The idea tends to go a step further, at least within church circles, to say that if we seek to find a corrective to Paul, we must look to St. Peter. After all, he was the real leader of the disciples. Paul was self-appointed, late comer and never heard the words of Jesus directly…
There’s any number of problems with these ideas. First, the idea that Paul founded a religion that dismisses the real teachings of Jesus, has to explain away why the earliest writings that the Church preserved were those of Paul. The other problem is that such a view presumes that the Gospels preserve the full teaching of the early Church. And any conflict between Paul and the Gospel sayings of Jesus need to be resolved in a way that favors the Gospels. (Which violates most of the methodology of literary archeology which favors the early over the later text.) There’s a great wisdom in the old reformation idea that we must first try to use the biblical texts to understand biblical texts. Anything else has the danger of falling into eisegesis.
So, assuming we can rescue Paul from the anti-Paulinists, can we rescue Paul from Peterites? Unlike the “conflict” between Paul and Jesus, the conflict between Peter and Paul actually has biblical warrant – at least from Paul’s side. Paul complains about his dealings with Cephas (Peter) in Galatians and First Corinthians, and talks about rebuking Peter. It’s the passages about rebuke that have been seized upon by the Protestant and Greek Orthodox critics of the Roman Catholic pontiff to argue that the claims of Petrine superiority are overstated. The Roman Catholic response is worth hearing in this case. They argue that there is no early tradition of a lasting feud between Peter and Paul – they point to the joint martyrdom in Rome as proof of reconciliation between the two leaders. They also quote from Acts and others that Paul claims the support of Peter and James for what he is preaching implying that their warrant is at least as important as the self-claimed warrant of Paul.
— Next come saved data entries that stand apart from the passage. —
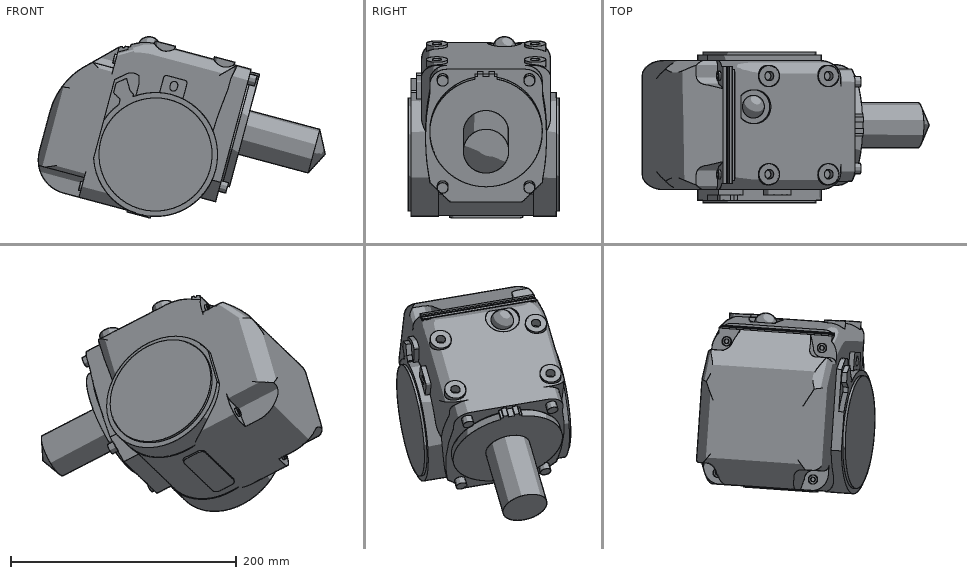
import cadquery as cq
import math

TILT = 15
HALF_WIDTH = 57.3
TOP = 95.0
BOTTOM = -54.3
EDGE_ROUND = 15.0

JOINT_X = -55.8
BODY_END = 49.2
BROW_START = -23.7
BROW_RADIUS = 43.0
BROW_ANGLE = 30
SEAM_Z = 83.8

CAP_BACK = -100.5
CAP_SIDE_ROUND = 20.5
CAP_FLAT_TOP = 12.2
CAP_FLAT_BOTTOM = -23.7
CAP_SHOULDER = (-77.5, 62.5)
CAP_MITRE_Z = 37.7
CAP_MITRE_ANGLE = 58
CAP_UPPER_ROUND = 14.3
POCKET_ROUND = 8.2
POCKET_LIP = 5.4
CAP_SCREW_Y = 43.8
CAP_SCREW_ZS = (-44.3, 72.6)

COVER_RADIUS = 55.0
LID_RADIUS = 50.2
COVER_FLAT_X = -52.2
COVER_NEAR = 66.8
LID_NEAR = 69.0
COVER_FAR = 62.5
LID_FAR = 65.0
LUG_Y = 62.0

SHAFT_Z = 39.2
SHAFT_RADIUS = 20.1
SHAFT_END = 135.0
SHAFT_TIP = 145.5
FLANGE_FACE = 62.5
FLANGE_TOP_HALF = 50.0
FLANGE_MID_HALF = 53.8
FLANGE_BOTTOM = -26.8
SPIGOT_RADIUS = 48.0
SPIGOT_END = 64.2
PLATE_RADIUS = 50.0
PLATE_END = 70.8
FLANGE_SCREW_RADIUS = 4.8
FLANGE_SCREW_END = 69.0
FLANGE_SCREW_Y = 38.5
FLANGE_SCREW_ZS = (-12.2, 86.1)

BOSS_XS = (-17.0, 37.5)
BOSS_Y = 43.5
BOSS_RADIUS = 9.5
BOSS_TOP = 97.4
BOSS_BASE = 84.0
SOCKET_RADIUS = 4.0
SOCKET_DEPTH = 10.2
DOME_X = -30.0
DOME_Y = 16.3
DOME_RADIUS = 10.2
DOME_CENTRE_Z = 89.7
SPOT_RADIUS = 15.0
SPOT_FLOOR = 91.2

BIG = 153.0


def box(x0, x1, y0, y1, z0, z1):
    return cq.Workplane("XY").box(x1 - x0, y1 - y0, z1 - z0, centered=False).translate((x0, y0, z0))


def rod_x(radius, x0, x1, y, z):
    return cq.Workplane("YZ", origin=(x0, 0, 0)).center(y, z).circle(radius).extrude(x1 - x0)


def rod_z(radius, z0, z1, x, y):
    return cq.Workplane("XY", origin=(0, 0, z0)).center(x, y).circle(radius).extrude(z1 - z0)


def across(outline, y0, y1):
    """Extrude a closed XZ outline from y0 to y1."""
    return outline.extrude(y0 - y1).translate((0, y0, 0))


def body():
    slope = math.radians(BROW_ANGLE)
    brow_end = (BROW_START - BROW_RADIUS * math.sin(slope), TOP - BROW_RADIUS * (1 - math.cos(slope)))
    below_seam = (JOINT_X, brow_end[1] - (brow_end[0] - JOINT_X) * math.tan(slope))
    corner_z = -math.sqrt(BOTTOM ** 2 - BODY_END ** 2)
    outline = (
        cq.Workplane("XZ")
        .moveTo(JOINT_X, BOTTOM)
        .lineTo(0, BOTTOM)
        .radiusArc((BODY_END, corner_z), BOTTOM)
        .lineTo(BODY_END, TOP)
        .lineTo(BROW_START, TOP)
        .radiusArc(brow_end, -BROW_RADIUS)
        .lineTo(*below_seam)
        .close()
    )
    block = across(outline, -HALF_WIDTH, HALF_WIDTH)
    past_seam = JOINT_X + 0.3
    rims = block.faces("<Y or >Y").edges(cq.selectors.BoxSelector(
        (past_seam, -BIG, -BIG), (BIG, BIG, BIG)))
    return rims.fillet(EDGE_ROUND)


def seam_ridge(part):
    """Step across the brow carrying a grooved gasket ridge."""
    step = cq.Workplane("XZ").polyline(
        [(-45.4, TOP), (-46.5, 86.6), (JOINT_X, 81.3), (JOINT_X, TOP)]).close()
    ridge = cq.Workplane("XZ").polyline(
        [(JOINT_X, 76.5), (JOINT_X, SEAM_Z), (-53.3, 85.0), (-52.5, 84.0), (-51.5, 84.0),
         (-50.7, 86.0), (-48.2, 86.5), (-47.1, 81.5)]).close()
    ridge_half = 52.0
    return part.cut(across(step, -HALF_WIDTH, HALF_WIDTH)).union(across(ridge, -ridge_half, ridge_half))


def rounded_prism(outward_angle, radius):
    """Long bar with two rounded corners; its side tangent line passes through the cap mitre point."""
    a = math.radians(outward_angle)
    outward = cq.Vector(math.cos(a), 0, math.sin(a))
    along = cq.Vector(math.sin(a), 0, -math.cos(a))
    plane = cq.Plane(origin=(CAP_BACK + CAP_SIDE_ROUND, 0, CAP_MITRE_Z), xDir=outward, normal=along)
    return (
        cq.Workplane(plane)
        .center((radius - BIG) / 2, 0)
        .rect(radius + BIG, 2 * HALF_WIDTH)
        .extrude(BIG, both=True)
        .edges(cq.selectors.ParallelDirSelector(along))
        .fillet(radius)
    )


def screw_pocket(screw_z, sense):
    """Corner recess around one cap screw, opening towards +Y and towards sense * Z."""
    flat_z = screw_z - sense * POCKET_ROUND
    inner_y = CAP_SCREW_Y - POCKET_ROUND
    flare_width = 3.0
    flare_rise = 10.2
    far_z = sense * BIG
    return (
        cq.Workplane("YZ", origin=(-BIG, 0, 0))
        .moveTo(BIG, flat_z - sense * POCKET_LIP)
        .lineTo(HALF_WIDTH, flat_z - sense * POCKET_LIP)
        .radiusArc((HALF_WIDTH - POCKET_LIP, flat_z), sense * -POCKET_LIP)
        .lineTo(CAP_SCREW_Y, flat_z)
        .radiusArc((inner_y, screw_z), sense * POCKET_ROUND)
        .lineTo(inner_y - flare_width, screw_z + sense * flare_rise)
        .lineTo(inner_y - flare_width, far_z)
        .lineTo(BIG, far_z)
        .close()
        .extrude(BIG + JOINT_X)
    )


def end_cap():
    heel = CAP_FLAT_BOTTOM - BOTTOM
    outline = (
        cq.Workplane("XZ")
        .moveTo(JOINT_X, BOTTOM)
        .lineTo(CAP_BACK + heel, BOTTOM)
        .radiusArc((CAP_BACK, CAP_FLAT_BOTTOM), heel)
        .lineTo(CAP_BACK, CAP_FLAT_TOP)
        .tangentArcPoint(CAP_SHOULDER, relative=False)
        .lineTo(JOINT_X, SEAM_Z)
        .close()
    )
    cap = across(outline, -HALF_WIDTH, HALF_WIDTH)
    cap = cap.intersect(rounded_prism(180, CAP_SIDE_ROUND))
    cap = cap.intersect(rounded_prism(90 + CAP_MITRE_ANGLE, CAP_UPPER_ROUND))
    for screw_z, sense in zip(CAP_SCREW_ZS, (-1, 1)):
        pocket = screw_pocket(screw_z, sense)
        cap = cap.cut(pocket).cut(pocket.mirror("XZ"))
    return cap


def cap_screws(part):
    """Low hexagon-socket heads standing on the pocket floors."""
    head_radius = 4.0
    head_height = 2.0
    hex_size = 4.5
    for z in CAP_SCREW_ZS:
        for y in (-CAP_SCREW_Y, CAP_SCREW_Y):
            head = rod_x(head_radius, JOINT_X - head_height, JOINT_X + 2.5, y, z)
            socket = (cq.Workplane("YZ", origin=(JOINT_X - head_height, 0, 0))
                      .center(y, z).polygon(6, hex_size).extrude(head_height))
            part = part.union(head).cut(socket)
    return part


def flat_sided_disc(y0, y1):
    disc = across(cq.Workplane("XZ").circle(COVER_RADIUS), y0, y1)
    return disc.intersect(box(COVER_FLAT_X, BIG, -BIG, BIG, -BIG, BIG))


def side_covers():
    inner_y = HALF_WIDTH - EDGE_ROUND
    covers = flat_sided_disc(-COVER_NEAR, -inner_y).union(flat_sided_disc(inner_y, COVER_FAR))
    return covers.union(across(cq.Workplane("XZ").circle(LID_RADIUS), -LID_NEAR, LID_FAR))


def cover_lugs():
    """Two lugs above the near cover: a drilled tab and a stepped hook."""
    tab_half = 10.7
    tab_top = 70.3
    tab_round = 2.5
    hole_z = 62.7
    hole_length = 8.7
    hole_width = 6.5
    tab = box(-tab_half, tab_half, -LUG_Y, 0, 0, tab_top)
    tab = tab.edges("|Y and >Z").fillet(tab_round)
    hole = cq.Workplane("XZ").center(0, hole_z).slot2D(hole_length, hole_width, 90)
    tab = tab.cut(across(hole, -LUG_Y, -HALF_WIDTH))
    low = (
        cq.Workplane("XZ")
        .moveTo(COVER_FLAT_X, 0)
        .lineTo(COVER_FLAT_X, 54.8)
        .lineTo(-42.8, 63.0)
        .threePointArc((-37.7, 64.7), (-32.4, 63.7))
        .lineTo(-30.3, 56.0)
        .lineTo(-30.3, 0)
        .close()
    )
    high = cq.Workplane("XZ").polyline(
        [(-50.2, 43.3), (-50.2, 52.2), (-42.3, 58.5), (-36.7, 49.2), (-32.5, 46.5),
         (-32.5, 30.5), (-44.9, 30.5), (-42.8, 34.7), (-43.0, 39.2)]).close()
    hook = across(low, -LUG_Y, 0).union(across(high, -COVER_NEAR, 0))
    return tab.union(hook)


def output_flange():
    half_top = FLANGE_TOP_HALF
    flat_top = 72.0
    flat_bottom = -9.0
    chamfer_width = flat_bottom - FLANGE_BOTTOM
    half = (
        cq.Workplane("YZ")
        .moveTo(0, TOP)
        .lineTo(half_top - EDGE_ROUND, TOP)
        .radiusArc((half_top, TOP - EDGE_ROUND), EDGE_ROUND)
        .lineTo(half_top, flat_top)
        .threePointArc((FLANGE_MID_HALF, (flat_top + flat_bottom) / 2), (half_top, flat_bottom))
        .lineTo(half_top - chamfer_width, FLANGE_BOTTOM)
        .lineTo(0, FLANGE_BOTTOM)
        .close()
        .extrude(FLANGE_FACE)
    )
    flange = half.union(half.mirror("XZ"))
    return flange.intersect(box(BODY_END - EDGE_ROUND, BIG, -BIG, BIG, -BIG, BIG))


def output_plate():
    plate = rod_x(SPIGOT_RADIUS, FLANGE_FACE, SPIGOT_END, 0, SHAFT_Z)
    plate = plate.union(rod_x(PLATE_RADIUS, SPIGOT_END, PLATE_END, 0, SHAFT_Z))
    pad_half = 9.7
    pad_top = 90.5
    rib_inner = 2.8
    rib_outer = 7.5
    rib_top = 92.8
    plate = plate.union(box(FLANGE_FACE, PLATE_END, -pad_half, pad_half, SHAFT_Z, pad_top))
    for y0, y1 in ((-rib_outer, -rib_inner), (rib_inner, rib_outer)):
        plate = plate.union(box(FLANGE_FACE, PLATE_END, y0, y1, SHAFT_Z, rib_top))
    for z in FLANGE_SCREW_ZS:
        for y in (-FLANGE_SCREW_Y, FLANGE_SCREW_Y):
            plate = plate.union(rod_x(FLANGE_SCREW_RADIUS, FLANGE_FACE - 2.5, FLANGE_SCREW_END, y, z))
    return plate


def shaft():
    outline = [(0, 0), (0, SHAFT_RADIUS), (SHAFT_END, SHAFT_RADIUS), (SHAFT_TIP, 0)]
    spun = cq.Workplane("XY").polyline(outline).close().revolve(360, (0, 0, 0), (1, 0, 0))
    return spun.translate((0, 0, SHAFT_Z))


def top_bosses(part):
    for x in BOSS_XS:
        for y in (-BOSS_Y, BOSS_Y):
            part = part.union(rod_z(BOSS_RADIUS, BOSS_BASE, BOSS_TOP, x, y))
            part = part.cut(rod_z(SOCKET_RADIUS, BOSS_TOP - SOCKET_DEPTH, BOSS_TOP, x, y))
    return part


def sight_dome(part):
    part = part.cut(rod_z(SPOT_RADIUS, SPOT_FLOOR, TOP + 2.5, DOME_X, DOME_Y))
    dome = cq.Workplane("XY").sphere(DOME_RADIUS).translate((DOME_X, DOME_Y, DOME_CENTRE_Z))
    return part.union(dome)


def foot():
    foot_half_length = 32.5
    foot_depth = 1.5
    foot_back = -11.5
    foot_front = 10.2
    corner_round = 5.0
    pad = box(foot_back, foot_front, -foot_half_length, foot_half_length, BOTTOM - foot_depth, 0)
    return pad.edges("|Z").fillet(corner_round)


housing = seam_ridge(body())
housing = housing.union(end_cap())
housing = cap_screws(housing)
for piece in (output_flange(), side_covers(), cover_lugs(), foot()):
    housing = housing.union(piece)
housing = sight_dome(top_bosses(housing))
housing = housing.union(output_plate()).union(shaft())

result = housing.rotate((0, 0, 0), (0, 1, 0), TILT)

Frankly much of the imagined conflict between Peter and Paul, between Law and Grace, between Jew and Greek, is dealt with and dismissed I believe in the work of theologians like N.T. Wright and James Dunn among others in their writing on what is now called the NPP (the New Perspective on Paul). The basic idea is simple. We must not read Paul through the lenses of our own conflicts. We must read Paul as a person who writes as and to the Jewish community near the end of the Temple era. And when that happens, much of what we see as conflict begins to vanish and becomes internal conversation between people actively working to reconcile their ideas to each other’s.
“Actively reconciling their ideas to each other’s”; I like that. I like that a lot. It presumes that all parties have something of value to contribute to the conversation, and it presumes that the comprehension, not, mind you in bold letters, the synthesis in a Hegelian sort of way, is a thing better than the conflict.
Do remember the collect for the Feast of Richard Hooker? “Grant that we may maintain that middle way,
not as a compromise for the sake of peace, but as a comprehension for the sake of truth”. That’s what I tend to hear in the intentional inclusion of conflicted writings in the canon of the New Testament; reconciliation, not echoes of an ongoing war.
Maybe it’s worth meditating on the symbolic message that is expressed in the proper name of our National Cathedral. (Which is also, as much as anything, the home church of the Episcopal Church.) At our best, we live into that name.